L’armée moscovite est numériquement supérieure, elle compte, elle aussi, des mercenaires (sans parler des Tatars). Quand le manque de munitions vient à se faire sentir, Ivan négocie avec la reine d’Angleterre l’envoi de trois navires chargés de plomb, de cuivre, de salpêtre et de poudre. Mais, globalement, les troupes russes sont moins bien équipées et instruites que celles de Pologne.

La guerre, menée par Étienne Bathory contre l’armée russe dans les années 1577-1582, lui apporte la victoire. Après les premiers succès du roi polonais (prise de Polotsk et de Velikié Louki), les Suédois se lancent activement dans des opérations militaires contre Moscou. Les troupes polono-lituaniennes assiègent Pskov. En deux ans, les conquêtes de nombreuses années sont perdues.
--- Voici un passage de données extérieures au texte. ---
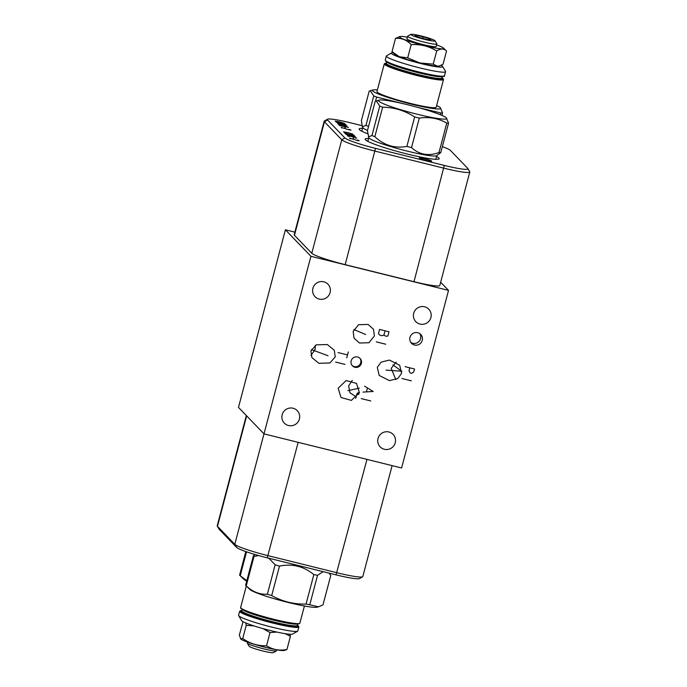 <?xml version="1.0" encoding="UTF-8"?>
<svg xmlns="http://www.w3.org/2000/svg" width="687" height="687" viewBox="0 0 687 687"><rect width="100%" height="100%" fill="white"/><g stroke="black" fill="none" stroke-linecap="round" stroke-linejoin="round"><path stroke-width="1.03" d="M310.919 256.294L448.525 290.386L401.603 467.976L264.006 433.875L310.919 256.294L285.397 229.802L294.878 232.154M323.783 281.807A8.983 8.828 -43.9 0 1 329.159 294.86A8.983 8.828 -43.9 0 1 315.032 296.681A8.983 8.828 -43.9 0 1 323.783 281.807M293.057 408.233A8.983 8.828 -43.9 0 1 298.433 421.294A8.983 8.828 -43.9 0 1 284.306 423.106A8.983 8.828 -43.9 0 1 293.057 408.233M388.911 431.986A8.983 8.828 -43.9 0 1 394.286 445.047A8.983 8.828 -43.9 0 1 380.16 446.859A8.983 8.828 -43.9 0 1 388.911 431.986M417.739 332.714A6.398 6.286 -43.9 0 1 421.56 342.014A6.398 6.286 -43.9 0 1 411.504 343.311A6.398 6.286 -43.9 0 1 417.739 332.714M357.618 357A5.333 5.238 -43.9 0 1 360.804 364.754A5.333 5.238 -43.9 0 1 352.422 365.827A5.333 5.238 -43.9 0 1 357.618 357M377.292 367.347L381.148 362.118L389.443 360.074L399.688 365.252L401.594 373.367L397.739 378.589L389.443 380.632L379.198 375.454L377.292 367.347M335.23 356.922L329.889 362.985L318.845 363.277L311.889 357.583L310.928 350.902L316.278 344.831L327.313 344.548L334.277 350.233L335.23 356.922M374.389 335.96L368.962 342.727L359.413 343.011L354.028 338.116L353.152 331.478L358.571 324.711L368.129 324.427L373.513 329.322L374.389 335.96M338.159 388.224L346.154 380.546L356.536 383.423L359.395 392.706L351.392 400.384L341.018 397.507L338.159 388.224M424.583 306.788A8.983 8.828 -43.9 0 1 429.959 319.841A8.983 8.828 -43.9 0 1 415.833 321.662A8.983 8.828 -43.9 0 1 424.583 306.788M264.006 433.875L238.475 407.391L285.397 229.802M246.341 415.541L217.212 525.787A30.76 2.971 14.8 0 0 217.281 526.105A30.76 2.971 14.8 0 0 217.461 526.336L234.799 544.327A30.76 2.971 14.8 0 0 268.205 555.706L337.008 572.76A30.76 2.971 14.8 0 0 362.607 576.779A30.76 2.971 14.8 0 0 362.822 576.539L392.122 465.623M217.281 526.105L219.084 529.17A28.21 2.731 14.8 0 0 219.256 529.385L236.586 547.376A28.21 2.731 14.8 0 0 267.234 557.818L336.037 574.864A28.21 2.731 14.8 0 0 359.516 578.557L362.607 576.779M356.167 396.803L349.949 392.775L348.627 385.896L352.251 380.358M420.255 157.787A6.398 0.618 -165.2 0 1 427.28 159.358A6.398 0.618 -165.2 0 1 431.668 161.127A6.398 0.618 -165.2 0 1 430.706 161.205A6.398 0.618 -165.2 0 1 423.681 159.633A6.398 0.618 -165.2 0 1 419.293 157.864A6.398 0.618 -165.2 0 1 420.255 157.787M442.351 146.64A28.21 2.731 -165.2 0 1 450.414 150.401L467.744 168.392A28.21 2.731 -165.2 0 1 467.916 168.607A28.21 2.731 -165.2 0 1 444.3 165.421L375.506 148.375A28.21 2.731 -165.2 0 1 344.848 137.932L327.519 119.942A28.21 2.731 -165.2 0 1 327.484 119.22A28.21 2.731 -165.2 0 1 350.963 122.913L361.912 125.627M436.528 156.473A38.3 3.701 -165.2 0 1 438.899 158.019A38.3 3.701 -165.2 0 1 438.941 158.998A38.3 3.701 -165.2 0 1 402.359 152.789A38.3 3.701 -165.2 0 1 365.458 139.813A38.3 3.701 -165.2 0 1 365.226 139.521A38.3 3.701 -165.2 0 1 368.575 138.516M367.571 133.725A38.3 3.701 -165.2 0 1 359.447 129.671A38.3 3.701 -165.2 0 1 359.224 129.379A38.3 3.701 -165.2 0 1 362.564 128.366M315.333 345.329L315.11 349.468L310.988 355.437M467.916 168.607L469.719 171.673A30.76 2.971 -165.2 0 1 469.788 171.99A30.76 2.971 -165.2 0 1 443.982 168.203L375.179 151.157A30.76 2.971 -165.2 0 1 341.765 139.779L324.436 121.788A30.76 2.971 -165.2 0 1 324.178 121.238A30.76 2.971 -165.2 0 1 324.393 120.998L327.484 119.22M469.788 171.99L439.8 285.483A30.76 2.971 -165.2 0 1 413.995 281.704L345.192 264.65A30.76 2.971 -165.2 0 1 311.778 253.271L294.448 235.28A30.76 2.971 -165.2 0 1 294.191 234.731L324.178 121.238M448.525 290.386L440.659 282.237M395.824 379.628L391.186 368.326L396.141 362.169M419.791 333.642A6.398 6.286 -43.9 0 1 412.81 343.285A6.398 6.286 136.1 0 1 410.749 342.358M359.765 358.107A5.333 5.238 -43.9 0 1 354.26 366.592A5.333 5.238 136.1 0 1 352.113 365.475M358.829 394.424A6.398 0.618 -165.2 0 1 357.094 393.608A6.398 0.618 -165.2 0 1 357.042 393.488A6.398 0.618 -165.2 0 1 357.085 393.445L358.623 392.552A5.127 0.498 14.8 0 0 358.631 392.681A5.127 0.498 14.8 0 0 359.31 393.058M359.43 392.543A5.127 0.498 14.8 0 0 358.623 392.552M379.121 100.096L375.188 101.324L367.399 130.796L368.919 137.855A35.149 3.401 -165.2 0 0 407.314 151.123A35.149 3.401 14.8 0 0 436.554 155.726L440.771 152.591L448.559 123.119L446.344 117.855A35.269 3.409 14.8 0 0 408.078 104.862A35.269 3.409 14.8 0 0 379.121 100.096A35.269 3.409 14.8 0 0 417.086 114.205A35.269 3.409 14.8 0 0 446.344 117.855M419.31 118.104L411.522 147.576A40.104 3.873 14.8 0 1 409.203 147.009A40.104 3.873 -165.2 0 1 406.867 146.417L414.656 116.945A40.104 3.873 14.8 0 0 416.992 117.529A40.104 3.873 14.8 0 0 419.31 118.104C429.289 116.653 438.443 118.319 446.773 123.102A40.104 3.873 14.8 0 0 448.559 123.119M368.352 136.876L371.968 135.545A40.104 3.873 -165.2 0 0 374.836 136.679C384.076 145.369 394.75 148.615 406.867 146.417M376.244 100.852L379.756 106.064A40.104 3.873 14.8 0 0 382.625 107.198C394.123 107.335 404.798 110.581 414.656 116.945M371.968 135.545L379.756 106.064M411.522 147.576C419.242 154.678 428.387 156.344 438.984 152.574L446.773 123.102M438.984 152.574A40.104 3.873 14.8 0 0 440.771 152.591M374.836 136.679L382.625 107.198M425.519 39.133L424.927 38.996M430.766 39.614A8.218 0.799 14.8 0 0 422.239 36.677A8.218 0.799 14.8 0 0 414.931 35.612A8.218 0.799 14.8 0 0 415 35.715A8.218 0.799 14.8 0 0 423.089 38.541A8.218 0.799 14.8 0 0 430.809 39.803A8.218 0.799 14.8 0 0 430.766 39.614M410.817 34.676A12.589 1.219 14.8 0 0 424.119 39.245A12.589 1.219 14.8 0 0 435.026 40.748A12.589 1.219 14.8 0 0 434.948 40.653A12.589 1.219 14.8 0 0 422.823 36.394A12.589 1.219 14.8 0 0 410.8 34.35A12.589 1.219 14.8 0 0 410.817 34.676M410.8 34.35L407.709 36.128A15.131 1.46 14.8 0 0 407.606 36.248A15.131 1.46 14.8 0 0 407.726 36.514A15.131 1.46 14.8 0 0 423.02 41.83A15.131 1.46 14.8 0 0 436.863 43.977A15.131 1.46 14.8 0 0 436.838 43.822L435.026 40.748M407.606 36.248L406.936 38.773A15.131 1.46 14.8 0 0 407.065 39.039A15.131 1.46 14.8 0 0 422.35 44.354A15.131 1.46 14.8 0 0 436.202 46.501L436.863 43.977M436.623 44.904A22.843 2.207 -165.2 0 1 443.433 48.03A22.843 2.207 -165.2 0 1 443.467 48.064A22.843 2.207 -165.2 0 1 424.489 45.66A22.843 2.207 -165.2 0 1 399.671 37.21A22.843 2.207 -165.2 0 1 399.894 36.523A22.843 2.207 -165.2 0 1 407.365 37.175M392.011 51.619L399.259 56.678A23.049 2.224 14.8 0 1 394.939 54.479L392.011 51.619L395.497 38.412L399.894 36.523M446.181 50.718L446.533 51.053C443.957 48.391 440.685 48.348 436.717 50.95C428.903 46.209 420.401 44.097 411.204 44.629C406.661 39.923 401.431 37.845 395.497 38.412M399.259 56.678L399.473 56.763A23.049 2.224 14.8 0 0 419.817 62.946L433.222 64.157L437.516 66.192L439.371 65.961L443.038 64.26L446.533 51.053M393.127 52.701A26.535 2.568 14.8 0 0 391.538 52.933A26.535 2.568 14.8 0 0 420.392 63.436A26.535 2.568 14.8 0 0 442.6 66.424A26.535 2.568 14.8 0 0 441.106 65.317M437.696 66.192A23.049 2.224 14.8 0 0 438.873 66.089L439.371 65.961M420.083 63.006A23.049 2.224 14.8 0 0 437.473 66.184M391.538 52.933L386.558 55.802A30.632 2.963 14.8 0 0 386.343 56.042A30.632 2.963 14.8 0 0 419.869 67.927A30.632 2.963 14.8 0 0 445.58 71.697A30.632 2.963 14.8 0 0 445.511 71.379L442.6 66.424M384.282 63.857L376.957 91.56A30.632 2.963 -165.2 0 0 410.483 103.445A30.632 2.963 14.8 0 0 436.193 107.206L443.51 79.503A30.632 2.963 14.8 0 1 417.808 75.742A30.632 2.963 14.8 0 1 384.531 64.406A30.632 2.963 14.8 0 1 384.282 63.857L386.48 63.049M436.623 105.575A35.269 3.409 14.8 0 1 440.333 107.713A35.269 3.409 14.8 0 1 411.075 104.055A35.269 3.409 -165.2 0 1 373.11 89.945A35.269 3.409 -165.2 0 1 377.386 89.928M375.54 101.126L376.613 97.056A40.104 3.873 -165.2 0 1 373.754 95.922L370.233 90.701L369.177 91.173L361.388 120.646L362.341 126.734L365.965 125.395L373.754 95.922M376.613 97.056L403.26 103.703M368.55 126.425A40.104 3.873 -165.2 0 1 365.965 125.395M418.177 107.516L440.762 112.951A40.104 3.873 14.8 0 0 442.557 112.969L440.333 107.713M440.29 114.72L440.762 112.951M367.493 130.427A35.149 3.401 -165.2 0 1 362.916 127.705L362.341 126.734M441.913 115.399L442.557 112.969M433.222 64.157L436.717 50.95M399.482 56.763L407.709 57.828L419.817 62.946M407.709 57.828L411.204 44.629M304.873 567.144A35.149 3.401 -165.2 0 1 290.592 563.606M258.664 555.551L254.018 556.41A40.104 3.873 -165.2 0 1 253.632 556.075A40.104 3.873 14.8 0 1 253.4 555.766L254.946 554.478M253.4 555.766L245.611 585.238A40.104 3.873 -165.2 0 0 245.852 585.547A40.104 3.873 -165.2 0 0 245.912 585.607A40.104 3.873 -165.2 0 0 246.229 585.882L254.018 556.41M329.485 573.241L330.773 575.431L322.984 604.904L318.502 606.819L309.777 604.758A40.104 3.873 -165.2 0 1 306.05 604.079C293.778 604.362 282.331 601.529 271.708 595.569A40.104 3.873 -165.2 0 1 267.363 594.246C259.497 594.581 252.447 591.79 246.229 585.882M318.502 606.819L317.05 607.196A35.269 3.409 -165.2 0 1 282.718 601.056A35.269 3.409 -165.2 0 1 249.828 589.437A35.269 3.409 -165.2 0 1 249.776 589.386M323.13 571.67L317.557 575.285L309.777 604.758M330.773 575.431L329.099 573.147M317.557 575.285A40.104 3.873 -165.2 0 1 313.839 574.607C303.826 566.328 292.379 563.495 279.489 566.097A40.104 3.873 -165.2 0 1 275.152 564.774L268.763 558.196M313.839 574.607L306.05 604.079M279.489 566.097L271.708 595.569M275.152 564.774L267.363 594.246M276.792 649.825L276.552 650.752A15.131 1.46 -165.2 0 1 276.44 650.872L273.357 652.65A12.589 1.219 -165.2 0 1 262.881 651.001A12.589 1.219 -165.2 0 1 249.132 646.252L247.32 643.178A15.131 1.46 -165.2 0 1 247.286 643.023L247.535 642.096M276.44 650.872A15.131 1.46 -165.2 0 1 263.851 648.889A15.131 1.46 -165.2 0 1 247.32 643.178M243.043 621.675L239.342 635.028L240.725 638.97A22.843 2.207 14.8 0 0 265.5 647.386A22.843 2.207 14.8 0 0 284.263 650.477L286.934 649.507L290.421 636.299L285.071 633.663M240.553 638.807L242.743 638.549C249.982 643.599 257.908 646.012 266.539 645.789C272.645 649.662 279.437 650.898 286.934 649.507M276.809 632.057L270.025 632.59L262.915 628.588M270.025 632.59L266.539 645.789M253.95 625.9L246.229 625.35L242.743 638.549M297.6 631.198L292.619 634.067A26.535 2.568 -165.2 0 1 267.277 629.764A26.535 2.568 -165.2 0 1 241.721 620.773A26.535 2.568 -165.2 0 1 241.558 620.576L238.647 615.621A30.632 2.963 -165.2 0 1 238.578 615.303L239.643 611.284A30.632 2.963 -165.2 0 0 239.892 611.825A30.632 2.963 -165.2 0 0 273.168 623.161A30.632 2.963 -165.2 0 0 298.879 626.93L297.815 630.958A30.632 2.963 -165.2 0 1 297.6 631.198A30.632 2.963 -165.2 0 1 268.334 626.226A30.632 2.963 -165.2 0 1 238.827 615.853A30.632 2.963 -165.2 0 1 238.647 615.621M246.719 581.047A35.269 3.409 -165.2 0 1 243.825 579.287A35.269 3.409 -165.2 0 1 243.773 579.235M245.817 551.558L239.6 575.096A40.104 3.873 14.8 0 0 239.84 575.397A40.104 3.873 -165.2 0 0 239.9 575.457A40.104 3.873 -165.2 0 0 240.218 575.74L246.822 580.652M246.547 551.807L240.218 575.74M290.043 634.264L290.421 636.299M246.229 625.35L245.748 622.937M386.017 370.113L401.869 371.229M409.796 367.828L409.014 370.791L410.122 372.955L411.693 373.342L413.737 371.959L414.519 368.996L405.081 366.66M411.384 380.838L401.955 378.503M328.051 355.746L311.4 349.589M348.309 351.959L346.746 357.884M347.528 354.921L338.09 352.586M345.029 364.393L335.591 362.058M365.604 334.492L353.822 329.52M388.997 331.769L379.559 329.434L378.468 333.573L379.731 335.153L382.084 335.737L383.973 334.938L384.6 335.728L386.961 336.312L387.906 335.917L388.997 331.769M385.063 330.799L383.973 334.938M385.716 344.204L376.278 341.868M347.88 390.663L359.31 388.121M363.002 392.097L373.221 391.478L364.565 386.18M367.399 388.146L366.463 391.693M370.722 400.95L361.285 398.615M425.356 159.977L425.605 159.015M351.778 134.197L352.963 134.18L347.854 132.6L343.526 131.835L345.492 132.634M353.985 135.236L345.175 133.553M344.548 132.9L354.612 135.889M355.239 136.541L345.801 134.197L351.229 136.103L355.239 136.541M355.548 138.104L356.733 138.087L351.624 136.507L347.296 135.751L349.262 136.55M353.109 138.061L353.582 138.551M350.198 138.765L349.571 138.113L358.064 140.715L359.241 140.698L357.438 140.062M343.414 123.462L344.591 123.445L339.481 121.865L335.162 121.11L337.128 121.9M345.535 124.424L336.098 122.08L338.382 123.205L345.381 124.879L346.085 124.991L345.535 124.424M341.602 123.445L342.152 124.021M345.93 126.073L347.107 126.047L341.997 124.476L337.669 123.712L339.636 124.51M339.395 125.506L348.446 127.439L338.614 124.69M341.92 125.635L342.384 126.125M344.745 127.327L345.218 127.816M341.834 128.031L341.207 127.378L348.12 129.594L351.031 130.126L349.065 129.328M392.904 364.866L401.869 371.358M422.883 37.665L422.677 38.438M219.256 529.385L217.461 526.336L246.65 415.867M327.519 119.942L324.436 121.788L294.448 235.28M344.848 137.932L341.765 139.779L311.778 253.271M375.506 148.375L345.192 264.65M444.3 165.421L413.995 281.704M236.586 547.376L234.799 544.327L263.988 433.858M267.234 557.818L298.167 442.342M336.037 574.864L366.961 459.388M444.515 75.716C442.952 75.57 449.264 77.914 431.582 75.158C414.433 72.049 386.781 63.427 385.63 60.997L385.278 60.07A30.632 2.963 14.8 0 0 385.527 60.619A30.632 2.963 14.8 0 0 418.804 71.955A30.632 2.963 14.8 0 0 444.515 75.716L445.58 71.697M385.819 61.109A30.219 2.92 14.8 0 0 415.944 71.611A30.219 2.92 14.8 0 0 443.982 76.085M442.084 76.523A28.708 2.774 14.8 0 1 414.416 71.731A28.708 2.774 14.8 0 1 387.107 62.096A28.708 2.774 -165.2 0 1 386.996 61.967M386.412 63.453L386.412 63.324A28.708 2.774 -165.2 0 0 386.644 63.839A28.708 2.774 14.8 0 0 415.652 73.913A28.708 2.774 14.8 0 0 441.921 77.992L442.308 76.523M441.913 78.043A29.361 2.842 -165.2 0 1 442.145 78.266A29.361 2.842 14.8 0 1 417.748 75.175A29.361 2.842 14.8 0 1 385.854 64.312A29.361 2.842 -165.2 0 1 386.403 63.376M443.51 79.503L441.99 77.717A30.219 2.92 -165.2 0 1 442.978 78.464A30.219 2.92 14.8 0 1 417.859 75.287A30.219 2.92 14.8 0 1 385.029 64.106A30.219 2.92 -165.2 0 1 386.48 63.067M297.351 625.161A30.219 2.92 -165.2 0 1 273.22 622.714A30.219 2.92 14.8 0 1 241.841 610.494M241.772 610.803A29.361 2.842 14.8 0 0 273.108 622.602A29.361 2.842 -165.2 0 0 297.265 625.462M241.772 610.88L241.781 610.752A28.708 2.774 14.8 0 0 273.194 621.881A28.708 2.774 -165.2 0 0 297.282 625.41L297.222 625.531M297.454 623.951A28.708 2.774 -165.2 0 1 273.658 620.146A28.708 2.774 14.8 0 1 242.356 609.395M240.922 608.072A30.219 2.92 14.8 0 0 274.01 619.717C287.415 622.98 295.771 624.328 299.103 623.779L299.875 623.143A30.632 2.963 -165.2 0 1 274.173 619.373A30.632 2.963 -165.2 0 1 240.897 608.038A30.632 2.963 -165.2 0 1 240.648 607.497C241.446 608.278 238.423 607.239 244.366 610.399C251.141 613.328 261.026 616.437 274.019 619.717A30.219 2.92 -165.2 0 0 299.343 623.513M357.042 393.488L355.754 398.348M435.781 159.315L436.76 155.606M367.82 141.359L368.807 137.649M443.433 48.03L446.352 50.881M385.278 60.07L386.343 56.042M386.412 63.324L386.798 61.856M373.11 89.945L370.233 90.701M361.817 131.217L362.796 127.507M249.828 589.437L245.912 585.607M297.359 625.144L298.879 626.93M241.85 610.477L239.643 611.284M297.669 623.951L297.282 625.41M242.167 609.283L241.781 610.752M304.41 606.003L299.875 623.143M246.324 586.011L240.648 607.497M243.825 579.287L239.9 575.457"/></g></svg>

La ferme conviction du tsar selon laquelle « celui qui frappe est meilleur, et celui que l’on frappe et ligote, moins bon », est mise à rude épreuve. Vaincu sur le champ de bataille, Ivan passe à l’offensive diplomatique. En août 1580, il demande le concours du nouvel empereur allemand, Rodolphe II, lui expliquant qu’il est la victime des « souverains musulmans et d’Étienne Bathory, l’homme du sultan ». Pour la première fois, un émissaire du tsar russe apporte une missive au pape, contenant les mêmes accusations contre le roi de Pologne. Le tsar moscovite promet, si Rome lui apporte son aide, de se dresser contre les infidèles. Dans une lettre à Étienne Bathory, Ivan insiste sur ses droits à posséder la Livonie, terre ayant de tout temps appartenu à ses ancêtres, et menace le roi de Pologne, au cas où il refuserait de conclure la paix, d’une guerre de quarante-cinquante ans. Plus encore, il réfute l’argument du roi concernant ses propres droits à la Livonie, pays catholique. De la façon la plus inattendue, Ivan le Terrible se réfère au concile de Florence (1439) où, en présence du métropolite Isidore, l’Union avait été scellée entre les Églises catholique et orthodoxe. Les décisions du « concile latin » avaient alors été sévèrement condamnées par l’Église russe, et Isidore désavoué. L’allusion d’Ivan aux résolutions du concile, selon lesquelles « la foi grecque et la foi romaine doivent ne faire qu’une10 », est adressée au roi de Pologne, le tsar étant convaincu que le Vatican en sera informé. Il ne se trompe pas. Rome dépêche à Moscou, en qualité de médiateur, le jésuite Antonio Possevino. L’espoir d’une réunion des Églises est un appât irrésistible.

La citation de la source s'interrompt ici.